- [Record excerpts]:
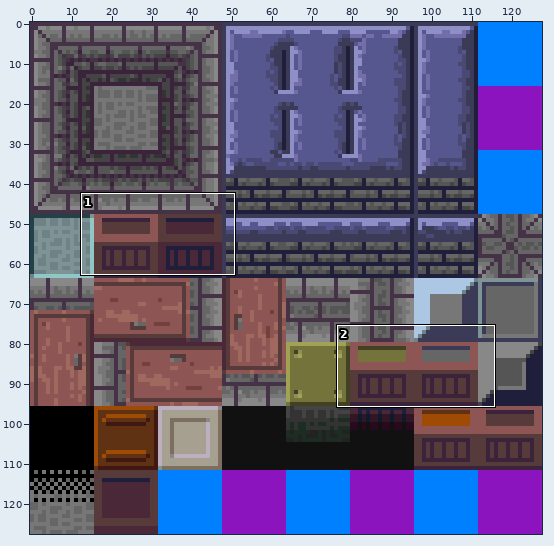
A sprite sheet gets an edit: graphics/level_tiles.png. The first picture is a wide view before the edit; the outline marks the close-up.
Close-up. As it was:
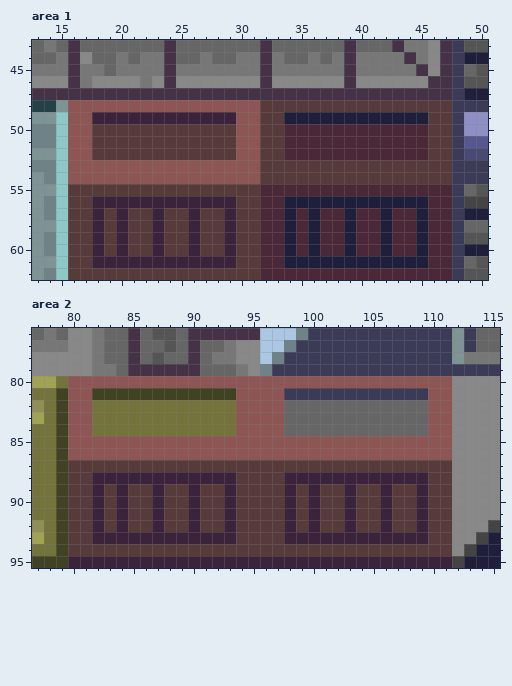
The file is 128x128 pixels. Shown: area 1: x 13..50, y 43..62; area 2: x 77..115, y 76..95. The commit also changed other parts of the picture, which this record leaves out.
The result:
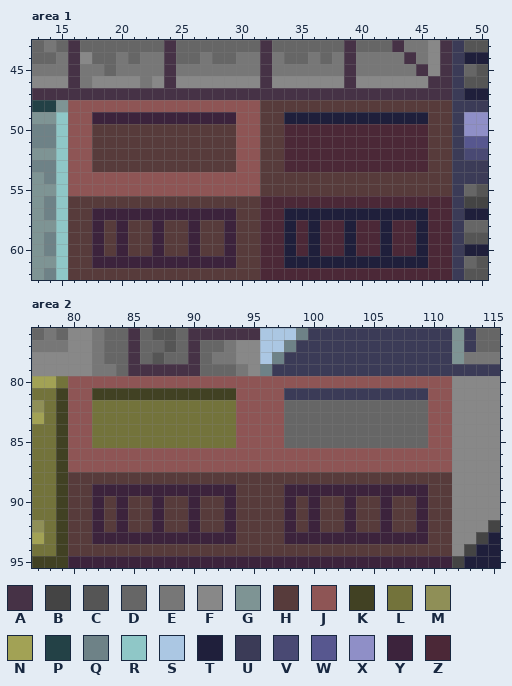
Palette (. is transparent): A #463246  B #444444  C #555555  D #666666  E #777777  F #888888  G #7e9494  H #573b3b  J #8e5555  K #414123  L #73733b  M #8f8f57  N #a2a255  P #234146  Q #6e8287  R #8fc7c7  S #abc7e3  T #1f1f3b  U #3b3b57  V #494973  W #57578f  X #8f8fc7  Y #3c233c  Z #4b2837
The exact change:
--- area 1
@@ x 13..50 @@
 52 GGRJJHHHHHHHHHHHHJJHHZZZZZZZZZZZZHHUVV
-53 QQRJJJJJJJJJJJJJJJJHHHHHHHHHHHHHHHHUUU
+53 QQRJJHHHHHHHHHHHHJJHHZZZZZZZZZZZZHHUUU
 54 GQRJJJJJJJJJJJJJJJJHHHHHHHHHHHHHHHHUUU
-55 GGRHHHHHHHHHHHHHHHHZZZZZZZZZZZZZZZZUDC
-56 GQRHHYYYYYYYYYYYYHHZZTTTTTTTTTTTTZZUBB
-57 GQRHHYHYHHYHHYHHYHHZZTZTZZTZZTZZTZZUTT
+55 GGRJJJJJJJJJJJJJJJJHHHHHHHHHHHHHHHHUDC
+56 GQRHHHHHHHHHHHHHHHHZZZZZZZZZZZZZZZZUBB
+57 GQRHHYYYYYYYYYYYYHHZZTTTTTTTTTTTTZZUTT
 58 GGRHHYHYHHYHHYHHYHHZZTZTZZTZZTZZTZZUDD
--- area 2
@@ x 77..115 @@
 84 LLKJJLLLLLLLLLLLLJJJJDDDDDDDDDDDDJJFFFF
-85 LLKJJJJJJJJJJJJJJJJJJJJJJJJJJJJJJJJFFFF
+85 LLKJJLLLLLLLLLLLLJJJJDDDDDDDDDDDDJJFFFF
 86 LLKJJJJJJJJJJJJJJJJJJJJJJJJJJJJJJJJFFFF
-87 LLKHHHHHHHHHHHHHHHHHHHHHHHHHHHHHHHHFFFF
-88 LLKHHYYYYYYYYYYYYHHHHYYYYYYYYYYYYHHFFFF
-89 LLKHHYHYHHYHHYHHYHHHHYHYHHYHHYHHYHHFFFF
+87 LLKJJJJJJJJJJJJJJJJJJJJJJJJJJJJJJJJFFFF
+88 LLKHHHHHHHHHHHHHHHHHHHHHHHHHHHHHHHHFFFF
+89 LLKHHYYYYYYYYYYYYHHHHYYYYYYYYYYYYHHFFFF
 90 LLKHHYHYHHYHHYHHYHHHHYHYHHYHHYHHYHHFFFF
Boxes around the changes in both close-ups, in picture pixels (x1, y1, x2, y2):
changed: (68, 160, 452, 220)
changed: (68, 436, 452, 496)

* * *

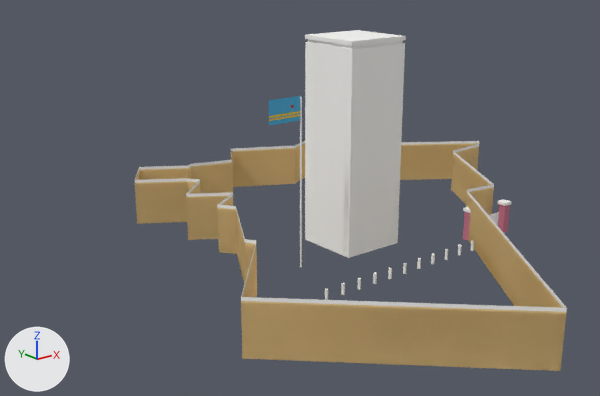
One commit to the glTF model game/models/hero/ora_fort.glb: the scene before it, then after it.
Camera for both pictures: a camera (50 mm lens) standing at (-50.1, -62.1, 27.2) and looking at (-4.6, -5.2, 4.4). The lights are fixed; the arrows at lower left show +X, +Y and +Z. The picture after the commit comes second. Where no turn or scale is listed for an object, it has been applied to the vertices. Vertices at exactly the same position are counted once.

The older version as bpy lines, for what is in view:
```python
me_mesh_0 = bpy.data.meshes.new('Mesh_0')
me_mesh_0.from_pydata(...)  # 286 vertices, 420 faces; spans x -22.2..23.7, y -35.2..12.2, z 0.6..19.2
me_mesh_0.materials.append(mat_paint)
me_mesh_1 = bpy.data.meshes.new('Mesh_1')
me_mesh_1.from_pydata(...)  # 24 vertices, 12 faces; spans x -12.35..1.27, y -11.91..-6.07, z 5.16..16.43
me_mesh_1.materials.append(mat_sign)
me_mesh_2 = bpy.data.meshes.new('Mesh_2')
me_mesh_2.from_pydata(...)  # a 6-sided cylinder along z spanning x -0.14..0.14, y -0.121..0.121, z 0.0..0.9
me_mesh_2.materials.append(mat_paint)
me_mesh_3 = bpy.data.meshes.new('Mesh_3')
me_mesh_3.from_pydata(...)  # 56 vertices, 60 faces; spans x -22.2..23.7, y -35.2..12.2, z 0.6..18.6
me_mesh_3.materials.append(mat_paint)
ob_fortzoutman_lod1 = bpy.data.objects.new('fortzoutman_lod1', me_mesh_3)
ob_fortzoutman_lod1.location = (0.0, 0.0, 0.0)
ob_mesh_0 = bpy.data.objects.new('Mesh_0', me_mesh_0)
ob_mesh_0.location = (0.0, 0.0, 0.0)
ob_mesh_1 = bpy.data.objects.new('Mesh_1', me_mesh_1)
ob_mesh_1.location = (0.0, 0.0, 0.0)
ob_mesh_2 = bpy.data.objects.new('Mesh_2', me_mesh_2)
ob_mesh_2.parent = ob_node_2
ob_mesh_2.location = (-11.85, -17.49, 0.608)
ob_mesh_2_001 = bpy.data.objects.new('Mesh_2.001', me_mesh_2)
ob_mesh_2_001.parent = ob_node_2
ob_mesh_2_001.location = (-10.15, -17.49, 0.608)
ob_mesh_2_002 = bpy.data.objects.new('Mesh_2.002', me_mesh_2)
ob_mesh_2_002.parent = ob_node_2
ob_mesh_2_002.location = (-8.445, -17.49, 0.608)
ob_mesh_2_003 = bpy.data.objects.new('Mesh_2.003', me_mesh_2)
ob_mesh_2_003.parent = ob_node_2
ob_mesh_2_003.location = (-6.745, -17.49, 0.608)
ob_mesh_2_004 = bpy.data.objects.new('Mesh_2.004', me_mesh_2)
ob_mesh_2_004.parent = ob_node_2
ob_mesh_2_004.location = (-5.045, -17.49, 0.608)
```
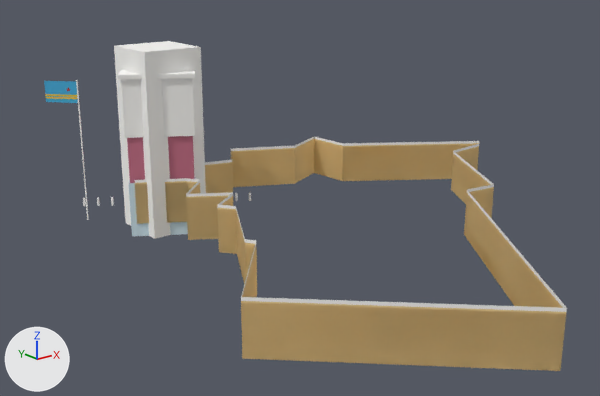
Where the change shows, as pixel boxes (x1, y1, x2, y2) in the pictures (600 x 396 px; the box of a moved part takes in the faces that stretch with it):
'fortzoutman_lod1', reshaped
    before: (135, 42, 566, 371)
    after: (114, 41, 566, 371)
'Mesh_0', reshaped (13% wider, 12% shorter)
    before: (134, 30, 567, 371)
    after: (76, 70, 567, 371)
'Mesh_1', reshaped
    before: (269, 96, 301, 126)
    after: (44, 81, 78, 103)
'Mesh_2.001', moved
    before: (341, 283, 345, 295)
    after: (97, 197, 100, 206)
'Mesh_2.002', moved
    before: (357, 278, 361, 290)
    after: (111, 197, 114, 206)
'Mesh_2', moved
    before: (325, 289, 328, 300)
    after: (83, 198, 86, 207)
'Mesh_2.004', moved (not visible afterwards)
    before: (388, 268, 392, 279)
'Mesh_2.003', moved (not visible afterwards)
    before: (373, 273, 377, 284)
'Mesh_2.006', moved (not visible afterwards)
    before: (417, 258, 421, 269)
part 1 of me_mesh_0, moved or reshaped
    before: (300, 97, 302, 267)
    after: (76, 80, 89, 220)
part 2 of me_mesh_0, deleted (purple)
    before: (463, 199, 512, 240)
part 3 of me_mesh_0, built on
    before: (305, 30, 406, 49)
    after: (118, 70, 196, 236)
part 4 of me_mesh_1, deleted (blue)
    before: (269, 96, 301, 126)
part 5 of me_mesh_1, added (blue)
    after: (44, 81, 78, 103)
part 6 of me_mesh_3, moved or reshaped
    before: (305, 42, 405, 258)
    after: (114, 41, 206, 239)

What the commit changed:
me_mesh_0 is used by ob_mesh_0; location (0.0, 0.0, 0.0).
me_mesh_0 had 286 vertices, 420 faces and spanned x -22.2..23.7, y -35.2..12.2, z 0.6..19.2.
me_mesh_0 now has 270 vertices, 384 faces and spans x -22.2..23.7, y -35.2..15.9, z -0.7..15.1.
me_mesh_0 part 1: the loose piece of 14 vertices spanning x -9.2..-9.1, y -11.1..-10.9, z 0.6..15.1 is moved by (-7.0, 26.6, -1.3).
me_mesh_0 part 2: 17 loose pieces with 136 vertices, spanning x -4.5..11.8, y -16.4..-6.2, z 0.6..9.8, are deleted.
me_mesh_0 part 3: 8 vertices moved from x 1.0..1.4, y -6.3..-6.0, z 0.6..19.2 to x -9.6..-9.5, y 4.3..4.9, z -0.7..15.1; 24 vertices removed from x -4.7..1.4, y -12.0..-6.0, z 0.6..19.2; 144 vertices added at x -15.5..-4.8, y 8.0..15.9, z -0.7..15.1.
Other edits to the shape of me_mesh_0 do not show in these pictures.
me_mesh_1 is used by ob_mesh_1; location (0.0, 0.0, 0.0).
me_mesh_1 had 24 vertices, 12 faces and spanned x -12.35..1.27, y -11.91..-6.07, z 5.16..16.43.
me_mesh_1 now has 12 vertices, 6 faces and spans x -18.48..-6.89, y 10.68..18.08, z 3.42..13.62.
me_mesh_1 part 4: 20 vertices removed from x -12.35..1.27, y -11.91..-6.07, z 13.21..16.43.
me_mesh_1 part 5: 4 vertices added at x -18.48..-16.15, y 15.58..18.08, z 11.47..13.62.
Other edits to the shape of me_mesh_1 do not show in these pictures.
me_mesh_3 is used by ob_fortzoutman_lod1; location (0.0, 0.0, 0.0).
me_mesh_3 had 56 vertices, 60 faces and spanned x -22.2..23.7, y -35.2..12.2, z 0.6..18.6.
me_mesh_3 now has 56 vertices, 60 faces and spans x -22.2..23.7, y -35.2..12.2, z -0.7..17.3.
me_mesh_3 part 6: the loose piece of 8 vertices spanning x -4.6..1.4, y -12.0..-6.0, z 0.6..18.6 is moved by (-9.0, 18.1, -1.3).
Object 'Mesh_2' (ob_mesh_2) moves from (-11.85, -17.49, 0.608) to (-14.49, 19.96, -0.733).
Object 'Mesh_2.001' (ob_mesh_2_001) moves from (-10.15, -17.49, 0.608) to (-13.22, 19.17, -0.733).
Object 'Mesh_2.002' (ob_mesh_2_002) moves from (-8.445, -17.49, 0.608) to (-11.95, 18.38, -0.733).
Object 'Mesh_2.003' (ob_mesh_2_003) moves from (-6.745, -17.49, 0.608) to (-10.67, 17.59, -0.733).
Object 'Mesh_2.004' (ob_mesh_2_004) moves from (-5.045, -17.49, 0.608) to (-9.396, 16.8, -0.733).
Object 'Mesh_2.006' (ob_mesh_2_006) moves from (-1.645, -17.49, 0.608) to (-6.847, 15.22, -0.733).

- [What you need to do]:
Using the entries above, output exactly the lines between the line holding "x 13..50 @@" and the line holding "-57 GQRHHYHYHHYHHYHHYHHZZTZTZZTZZTZZTZZUTT", end lines included, and nothing more.

- [Exercise solution]:
@@ x 13..50 @@
 52 GGRJJHHHHHHHHHHHHJJHHZZZZZZZZZZZZHHUVV
-53 QQRJJJJJJJJJJJJJJJJHHHHHHHHHHHHHHHHUUU
+53 QQRJJHHHHHHHHHHHHJJHHZZZZZZZZZZZZHHUUU
 54 GQRJJJJJJJJJJJJJJJJHHHHHHHHHHHHHHHHUUU
-55 GGRHHHHHHHHHHHHHHHHZZZZZZZZZZZZZZZZUDC
-56 GQRHHYYYYYYYYYYYYHHZZTTTTTTTTTTTTZZUBB
-57 GQRHHYHYHHYHHYHHYHHZZTZTZZTZZTZZTZZUTT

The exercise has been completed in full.